Grimaldi, who played baseball and football growing up, first fell into coaching through his three sons. He spent the few years while his oldest son was playing learning the game, and by the time his two youngest boys got into it hit the ground running.

The Reds Baseball Academy has a full indoor facility with a physical training side, lessons, clinics, with a focus on fundamentals, skill development and culture. The Reds currently have 11 teams ranging from ages 8 to 18, and one competitive softball team.

Grimaldi said that any athlete he works with knows his story, knows where he came from and about his military service.

“It’s a two-way street in coaching athletics – you’re competing athletically, but those are foundational to competing in life. It’s 100% transferrable,” Grimaldi said. “That’s why it’s important to being a dugout guy. In baseball, 30% is success. If you don’t learn to battle those failures and setbacks in a game where it’s not life and death, how can you do it when you have children and a wife.”

Grimaldi’s middle son, Brock, who graduated from Yorkville, currently is serving out of Fort Campbell in Kentucky and is a Sniper Section Leader. His youngest son, Cade, is with the 82nd Airborne out of Fort Bragg in North Carolina.

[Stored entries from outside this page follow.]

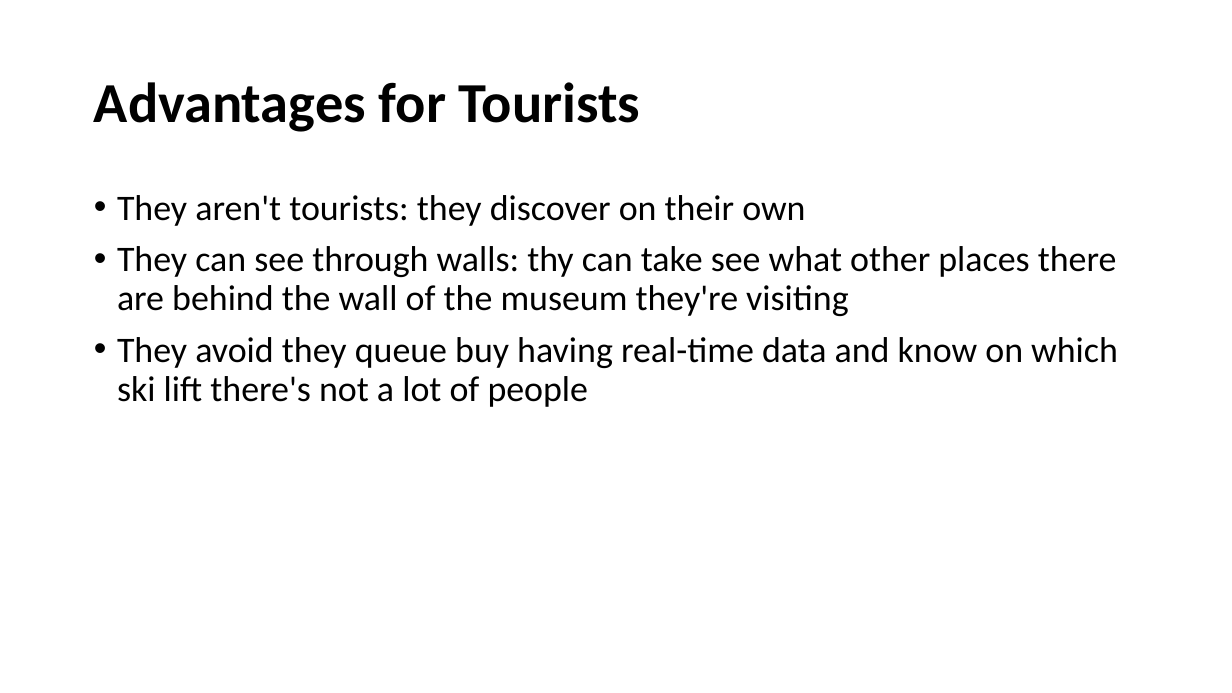
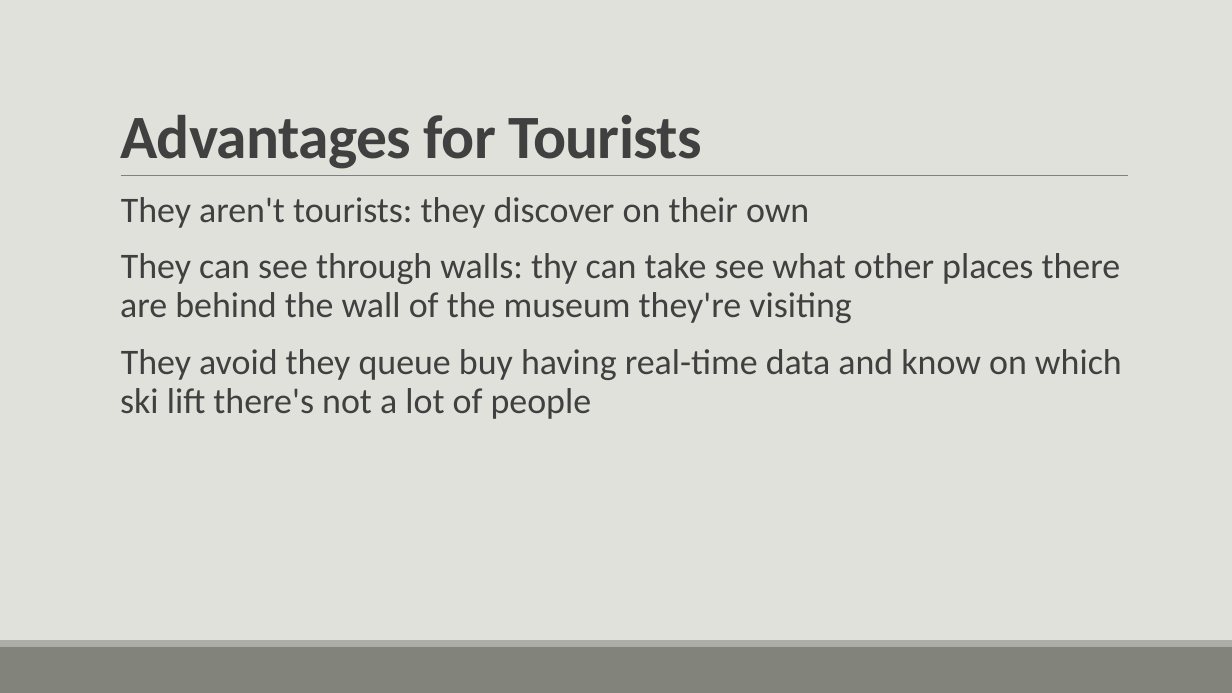
Before and after one commit to smart-arosa/smart-arosa, a slide deck: slide 5 of beacon.pptx. Drawn at 1232x693 pixels with LibreOffice and Linux fonts; fonts in the diff are those of the drawing. Boxes give left, top, right and bottom in pixels: in the first picture for what was removed or moved away, otherwise in the second. Text is boxed around its words. In the diff, an @@ line names an element or a change of style, - is before the commit and + after.

```diff
--- a/beacon.pptx
+++ b/beacon.pptx
@@ background #FFFFFF to #E1E1DB @@
@@ title "Advantages for Tourists": place and size @@
-title "Advantages for Tourists" at [94,82,641,132]
+title "Advantages for Tourists" at [120,115,703,169]
@@ title "Advantages for Tourists" at [120,115,703,169]: size 44 to 48 pt, text colour #000000 to #404040, letter spacing 0 to -0.5 pt; line spacing 0.9 to 0.85; vertical alignment middle to bottom @@
@@ line added from (121, 176) to (1128, 176), #808080 0.5 pt @@
@@ text "They aren't tourists: they discover ..." at [120,197,1122,419]: text colour #000000 to #404040; bullet • to  ; more space between paragraphs @@
@@ rectangle added at [0,647,1232,693], fill #82847C @@
@@ rectangle added at [0,640,1232,647], fill #ACADA8 @@
```
Also in this commit, not shown: 7 other slides changed, 3 slides added, 6 slides removed.

“The boys I coach, they know that part of my life, they ask about my boys all the time. For some reason they connect with me and I connect with them,” Grimaldi said. “I’m a lucky guy that I have close relationship with all the guys. It felt like my history, my past, were I came from there are lessons in there for them, to see the long game, to not see just about right now.”

Grimaldi feels fortunate to be in the position of leadership that he is today.

“Anything I can stress is the importance of relationships and healthy influences when it comes to the skills developing these young men,” Grimaldi said. “I’m so lucky to own an organization that believes in that, and to be part of a high school staff that believes in that. I’m a lucky guy. I just never want to fall short, nobody does.”